Wave extension problem for the fractional Laplacian

TL;DR

This paper presents a novel interpretation of the fractional Laplacian as a Dirichlet-to-Neumann map via a degenerate wave equation, providing new solution representations and asymptotic analysis methods.

Contribution

It introduces a wave extension framework for the fractional Laplacian, connecting it to hyperbolic problems and oscillatory integral analysis, with alternative Bessel function methods.

Findings

Fractional Laplacian viewed as Dirichlet-to-Neumann map for a degenerate wave equation

Solution representations derived from Schrödinger group and oscillatory subordination

Asymptotic analysis identifies domains for initial data in extension problems

Abstract

We show that the fractional Laplacian can be viewed as a Dirichlet-to-Neumann map for a degenerate hyperbolic problem, namely, the wave equation with an additional diffusion term that blows up at time zero.
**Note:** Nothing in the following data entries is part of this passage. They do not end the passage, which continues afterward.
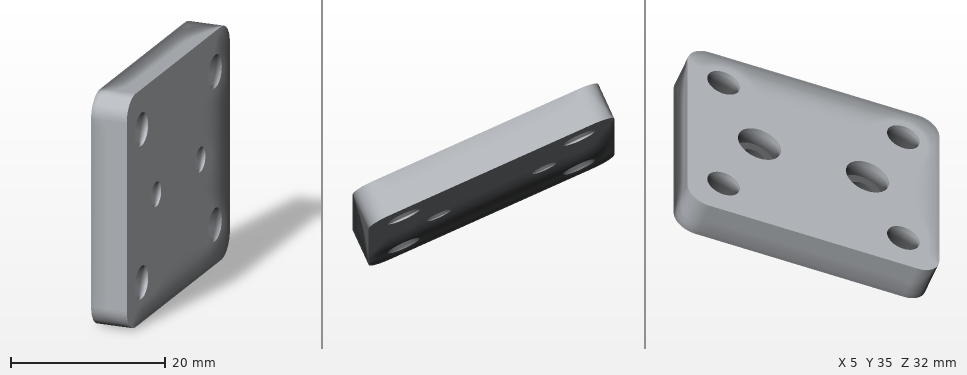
import cadquery as cq

thickness = 5.0
width = 35.0
height = 32.0
corner_radius = 3.0

corner_hole_diameter = 4.5
corner_hole_spacing_y = 25.0
corner_hole_spacing_z = 21.0

screw_hole_diameter = 3.4
screw_hole_spacing = 15.0
counterbore_diameter = 6.0
counterbore_depth = 2.5


def rounded_plate():
    plate = cq.Workplane("YZ").rect(width, height).extrude(thickness / 2, both=True)
    return plate.edges("|X").fillet(corner_radius)


def drill_corner_holes(plate):
    return (
        plate.faces("<X").workplane(centerOption="CenterOfBoundBox")
        .rect(corner_hole_spacing_y, corner_hole_spacing_z, forConstruction=True)
        .vertices()
        .hole(corner_hole_diameter)
    )


def drill_screw_holes(plate):
    half_spacing = screw_hole_spacing / 2
    return (
        plate.faces("<X").workplane(centerOption="CenterOfBoundBox")
        .pushPoints([(-half_spacing, 0), (half_spacing, 0)])
        .cboreHole(screw_hole_diameter, counterbore_diameter, counterbore_depth)
    )


result = drill_screw_holes(drill_corner_holes(rounded_plate()))

A solution to this wave extension problem is obtained from the Schr\"odinger group by means of an oscillatory subordination formula, which also allows us to find kernel representations for such solutions. Asymptotics of related oscillatory integrals are analysed in order to determine the correct domains for initial data in the general extension problem involving non-negative self-adjoint operators. An alternative approach using Bessel functions is also described.